Il rugby è liberatorio.
E già questo basterebbe ad esprimere tutto il mio pensiero, a spiegarlo completamente.
Includere il gioco intero in uno slogan personale: il rugby è liberatorio.
Lo era soprattutto quand’ero un bambino perché mi permetteva di fare esattamente quello che mi andava di fare e di trovare un rifugio sicuro per il mio carattere vivace e combattivo.
Prima avevo provato con il basket, con il nuoto, con altri sport, ma quando tornavo a casa la sera, dopo gli allenamenti, ero più scalmanato di quando ero uscito dalla porta, come se la mia energia si ricaricasse nel fare attività piuttosto che estinguersi.

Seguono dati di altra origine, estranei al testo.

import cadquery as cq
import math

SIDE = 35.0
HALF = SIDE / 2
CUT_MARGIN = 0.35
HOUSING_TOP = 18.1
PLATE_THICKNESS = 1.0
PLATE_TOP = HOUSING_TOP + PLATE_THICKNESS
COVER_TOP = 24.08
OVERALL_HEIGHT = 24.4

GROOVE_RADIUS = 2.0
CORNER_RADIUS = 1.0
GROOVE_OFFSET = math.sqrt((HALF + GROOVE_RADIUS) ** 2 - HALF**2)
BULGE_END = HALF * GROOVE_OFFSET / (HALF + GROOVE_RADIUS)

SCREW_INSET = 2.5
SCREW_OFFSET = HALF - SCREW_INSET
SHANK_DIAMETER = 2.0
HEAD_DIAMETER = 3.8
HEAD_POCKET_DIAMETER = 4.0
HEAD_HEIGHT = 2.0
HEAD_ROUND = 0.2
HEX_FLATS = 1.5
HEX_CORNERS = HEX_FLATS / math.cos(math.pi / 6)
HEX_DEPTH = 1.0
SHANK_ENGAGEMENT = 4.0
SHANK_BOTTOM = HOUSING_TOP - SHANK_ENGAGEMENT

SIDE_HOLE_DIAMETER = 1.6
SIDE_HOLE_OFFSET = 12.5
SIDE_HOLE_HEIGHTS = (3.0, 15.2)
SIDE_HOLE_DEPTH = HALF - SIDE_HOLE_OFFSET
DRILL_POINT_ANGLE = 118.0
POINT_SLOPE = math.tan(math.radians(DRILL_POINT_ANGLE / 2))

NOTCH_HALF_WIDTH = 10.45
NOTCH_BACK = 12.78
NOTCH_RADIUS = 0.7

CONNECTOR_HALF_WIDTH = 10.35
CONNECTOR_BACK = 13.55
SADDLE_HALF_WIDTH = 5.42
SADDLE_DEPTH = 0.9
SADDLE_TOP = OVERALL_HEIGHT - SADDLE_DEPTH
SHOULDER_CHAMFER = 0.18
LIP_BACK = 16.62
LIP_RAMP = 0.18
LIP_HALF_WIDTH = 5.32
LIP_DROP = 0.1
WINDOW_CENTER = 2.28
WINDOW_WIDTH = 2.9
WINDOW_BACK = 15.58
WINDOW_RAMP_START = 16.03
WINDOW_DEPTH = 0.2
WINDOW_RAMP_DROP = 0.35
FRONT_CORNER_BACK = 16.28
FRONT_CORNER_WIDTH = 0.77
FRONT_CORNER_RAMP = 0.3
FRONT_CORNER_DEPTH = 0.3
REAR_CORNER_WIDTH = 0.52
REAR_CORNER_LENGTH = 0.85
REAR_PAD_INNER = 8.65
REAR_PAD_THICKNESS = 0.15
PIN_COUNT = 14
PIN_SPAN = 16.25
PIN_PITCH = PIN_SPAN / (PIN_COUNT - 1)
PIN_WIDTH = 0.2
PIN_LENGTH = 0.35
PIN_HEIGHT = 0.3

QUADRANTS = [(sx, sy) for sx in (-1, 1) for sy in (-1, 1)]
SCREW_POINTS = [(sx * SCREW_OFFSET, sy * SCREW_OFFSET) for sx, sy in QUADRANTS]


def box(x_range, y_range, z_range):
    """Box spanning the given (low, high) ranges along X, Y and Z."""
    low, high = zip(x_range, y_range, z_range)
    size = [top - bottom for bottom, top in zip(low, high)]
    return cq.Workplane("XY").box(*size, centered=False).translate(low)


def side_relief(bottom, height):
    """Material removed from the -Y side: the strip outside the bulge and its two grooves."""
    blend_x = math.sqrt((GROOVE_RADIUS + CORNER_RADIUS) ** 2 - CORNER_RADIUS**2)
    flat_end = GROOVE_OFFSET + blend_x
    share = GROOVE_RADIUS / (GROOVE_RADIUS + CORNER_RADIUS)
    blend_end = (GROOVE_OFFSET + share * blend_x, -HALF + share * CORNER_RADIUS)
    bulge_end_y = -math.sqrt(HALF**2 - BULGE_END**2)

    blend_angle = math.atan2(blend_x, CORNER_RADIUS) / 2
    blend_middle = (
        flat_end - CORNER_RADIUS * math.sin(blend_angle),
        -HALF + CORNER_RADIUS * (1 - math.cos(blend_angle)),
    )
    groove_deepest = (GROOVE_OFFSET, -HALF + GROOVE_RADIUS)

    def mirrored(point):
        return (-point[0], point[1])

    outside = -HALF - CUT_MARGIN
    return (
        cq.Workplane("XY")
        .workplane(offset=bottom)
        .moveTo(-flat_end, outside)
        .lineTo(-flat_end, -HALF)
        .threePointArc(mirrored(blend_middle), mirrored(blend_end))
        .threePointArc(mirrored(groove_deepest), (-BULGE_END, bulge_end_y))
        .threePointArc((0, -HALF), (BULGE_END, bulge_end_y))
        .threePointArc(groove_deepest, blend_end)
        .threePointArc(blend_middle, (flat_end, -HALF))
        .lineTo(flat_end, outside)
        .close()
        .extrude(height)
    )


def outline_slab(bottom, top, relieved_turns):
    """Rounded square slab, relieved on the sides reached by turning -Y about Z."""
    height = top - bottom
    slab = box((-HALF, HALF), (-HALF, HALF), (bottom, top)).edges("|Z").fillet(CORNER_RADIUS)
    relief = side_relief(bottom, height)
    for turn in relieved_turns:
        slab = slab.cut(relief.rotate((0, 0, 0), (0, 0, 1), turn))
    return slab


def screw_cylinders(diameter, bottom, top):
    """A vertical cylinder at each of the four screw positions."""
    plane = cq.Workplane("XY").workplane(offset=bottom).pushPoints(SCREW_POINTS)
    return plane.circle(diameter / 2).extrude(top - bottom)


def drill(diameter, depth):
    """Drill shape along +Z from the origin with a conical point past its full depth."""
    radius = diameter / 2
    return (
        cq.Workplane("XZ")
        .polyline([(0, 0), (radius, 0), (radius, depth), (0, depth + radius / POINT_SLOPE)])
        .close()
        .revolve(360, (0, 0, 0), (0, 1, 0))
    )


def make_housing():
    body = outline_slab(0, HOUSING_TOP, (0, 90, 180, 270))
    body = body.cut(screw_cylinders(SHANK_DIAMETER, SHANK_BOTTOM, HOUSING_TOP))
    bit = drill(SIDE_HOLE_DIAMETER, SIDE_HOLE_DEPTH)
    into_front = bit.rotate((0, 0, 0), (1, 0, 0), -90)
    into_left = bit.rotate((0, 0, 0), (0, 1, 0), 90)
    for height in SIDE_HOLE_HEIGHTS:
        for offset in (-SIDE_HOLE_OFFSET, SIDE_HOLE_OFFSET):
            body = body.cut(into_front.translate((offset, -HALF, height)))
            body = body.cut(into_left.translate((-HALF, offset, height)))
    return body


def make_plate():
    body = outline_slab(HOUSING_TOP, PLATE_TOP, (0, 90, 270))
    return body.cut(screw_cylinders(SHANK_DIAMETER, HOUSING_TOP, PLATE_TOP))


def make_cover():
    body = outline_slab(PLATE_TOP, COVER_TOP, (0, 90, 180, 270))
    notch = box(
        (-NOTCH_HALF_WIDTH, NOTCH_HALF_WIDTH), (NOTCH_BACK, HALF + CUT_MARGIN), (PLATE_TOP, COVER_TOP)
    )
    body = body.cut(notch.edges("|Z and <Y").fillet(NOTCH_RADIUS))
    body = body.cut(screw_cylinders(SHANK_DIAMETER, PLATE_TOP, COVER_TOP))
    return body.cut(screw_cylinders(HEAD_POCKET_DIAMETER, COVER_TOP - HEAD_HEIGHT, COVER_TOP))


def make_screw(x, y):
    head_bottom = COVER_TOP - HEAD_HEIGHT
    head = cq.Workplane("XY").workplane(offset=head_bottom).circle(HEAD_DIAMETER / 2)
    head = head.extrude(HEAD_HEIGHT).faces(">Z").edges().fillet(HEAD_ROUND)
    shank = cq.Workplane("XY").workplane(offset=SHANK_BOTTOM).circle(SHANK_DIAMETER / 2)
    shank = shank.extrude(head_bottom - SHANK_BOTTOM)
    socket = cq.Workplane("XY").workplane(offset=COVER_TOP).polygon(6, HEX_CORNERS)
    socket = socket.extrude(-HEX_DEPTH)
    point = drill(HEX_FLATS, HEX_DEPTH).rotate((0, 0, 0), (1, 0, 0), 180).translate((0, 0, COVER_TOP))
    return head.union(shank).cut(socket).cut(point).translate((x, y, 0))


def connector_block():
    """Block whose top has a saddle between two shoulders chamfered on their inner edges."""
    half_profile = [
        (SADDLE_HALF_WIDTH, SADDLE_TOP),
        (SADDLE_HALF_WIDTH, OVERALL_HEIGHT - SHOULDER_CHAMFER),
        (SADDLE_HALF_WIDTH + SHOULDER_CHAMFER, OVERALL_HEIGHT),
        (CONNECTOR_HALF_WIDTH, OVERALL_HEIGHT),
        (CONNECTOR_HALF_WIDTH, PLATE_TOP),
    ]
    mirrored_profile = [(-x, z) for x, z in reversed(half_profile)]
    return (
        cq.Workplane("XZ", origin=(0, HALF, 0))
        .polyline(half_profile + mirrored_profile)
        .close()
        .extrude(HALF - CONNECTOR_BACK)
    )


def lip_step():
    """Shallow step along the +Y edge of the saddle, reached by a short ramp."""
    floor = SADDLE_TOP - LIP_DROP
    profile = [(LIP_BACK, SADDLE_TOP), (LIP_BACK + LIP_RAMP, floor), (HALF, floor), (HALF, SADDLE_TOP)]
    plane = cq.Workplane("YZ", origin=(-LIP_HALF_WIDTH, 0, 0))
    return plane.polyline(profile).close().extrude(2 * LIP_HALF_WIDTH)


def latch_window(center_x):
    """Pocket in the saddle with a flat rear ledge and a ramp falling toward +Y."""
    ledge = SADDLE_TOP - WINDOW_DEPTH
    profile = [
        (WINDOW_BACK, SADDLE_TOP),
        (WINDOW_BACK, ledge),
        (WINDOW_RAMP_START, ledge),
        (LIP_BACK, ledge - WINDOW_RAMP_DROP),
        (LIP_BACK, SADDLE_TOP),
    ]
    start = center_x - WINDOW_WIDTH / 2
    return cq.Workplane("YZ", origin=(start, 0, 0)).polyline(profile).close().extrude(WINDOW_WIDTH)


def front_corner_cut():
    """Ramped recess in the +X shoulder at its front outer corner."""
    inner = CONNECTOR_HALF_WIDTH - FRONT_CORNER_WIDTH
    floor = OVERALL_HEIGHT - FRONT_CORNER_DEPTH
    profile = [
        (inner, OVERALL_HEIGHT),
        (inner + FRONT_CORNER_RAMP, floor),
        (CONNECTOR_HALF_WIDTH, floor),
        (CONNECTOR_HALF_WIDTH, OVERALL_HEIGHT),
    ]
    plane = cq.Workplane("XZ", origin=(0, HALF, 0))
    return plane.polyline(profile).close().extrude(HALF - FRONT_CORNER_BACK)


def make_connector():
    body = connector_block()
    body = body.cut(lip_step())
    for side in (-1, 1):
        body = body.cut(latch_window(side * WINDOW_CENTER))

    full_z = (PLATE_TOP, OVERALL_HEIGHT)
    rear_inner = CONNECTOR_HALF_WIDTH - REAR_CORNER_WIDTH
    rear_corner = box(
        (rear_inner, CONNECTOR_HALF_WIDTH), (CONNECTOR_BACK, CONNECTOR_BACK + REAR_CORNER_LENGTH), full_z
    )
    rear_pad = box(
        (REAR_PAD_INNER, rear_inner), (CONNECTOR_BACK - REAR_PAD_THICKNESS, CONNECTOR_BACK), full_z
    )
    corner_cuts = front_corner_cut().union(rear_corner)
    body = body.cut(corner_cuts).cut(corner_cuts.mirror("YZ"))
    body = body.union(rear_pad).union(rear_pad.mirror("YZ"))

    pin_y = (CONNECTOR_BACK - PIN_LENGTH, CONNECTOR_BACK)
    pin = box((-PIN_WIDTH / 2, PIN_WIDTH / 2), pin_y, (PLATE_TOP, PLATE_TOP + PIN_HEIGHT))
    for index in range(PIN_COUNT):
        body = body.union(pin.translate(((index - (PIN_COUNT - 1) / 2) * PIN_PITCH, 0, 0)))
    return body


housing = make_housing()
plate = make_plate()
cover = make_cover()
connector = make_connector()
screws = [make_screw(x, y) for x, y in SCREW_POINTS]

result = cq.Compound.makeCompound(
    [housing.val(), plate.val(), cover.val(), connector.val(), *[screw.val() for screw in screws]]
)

Solo il rugby riusciva a soddisfarmi, a svuotarmi, a farmi sentire davvero la gioia della fatica.
La palla ovale, se la provi, ti prende dritta allo stomaco e ti resta dentro perché il rugby è costruito a immagine e somiglianza della vita stessa.
Inizialmente, quando sei un bambino alle prime armi, ti dà delle regole semplici e imprescindibili, all’interno delle quali puoi esprimere liberamente la tua unicità.
Poi, crescendo, il gioco, che è un gioco fisico e di contatto, si struttura, le norme da rispettare si moltiplicano in una crescita esponenziale e trasformano quello che puoi fare, o non fare, sul campo.
Proprio come accade ad un bambino che diventa un adolescente e poi un uomo.
Per stare in mezzo agli altri si parte da pochi concetti universali: il rispetto, l’onestà, il sostegno reciproco, e tanto basta a recintare il tuo perimetro.
Dentro ci puoi fare quel che vuoi.
Fuori non sei autorizzato ad andare.
Con il tempo però tutto si complica, le variabili aumentano, le competenze necessarie per convivere con tutti anche e quello che succede tra le persone si stratifica.
Per questo vita e rugby sono fratelli.
Le regole sono moltissime ma a quelle più complesse ci arrivi solo per gradi e dopo aver imparato quello che è davvero importante: inclusività, sacrificio e divertimento.
I principi cardine che non dovresti dimenticarti mai, in campo e fuori.
Quando sono diventato grande il rugby si è trasformato in un lavoro, ma non ha mai perso il suo carattere primordiale di sfida.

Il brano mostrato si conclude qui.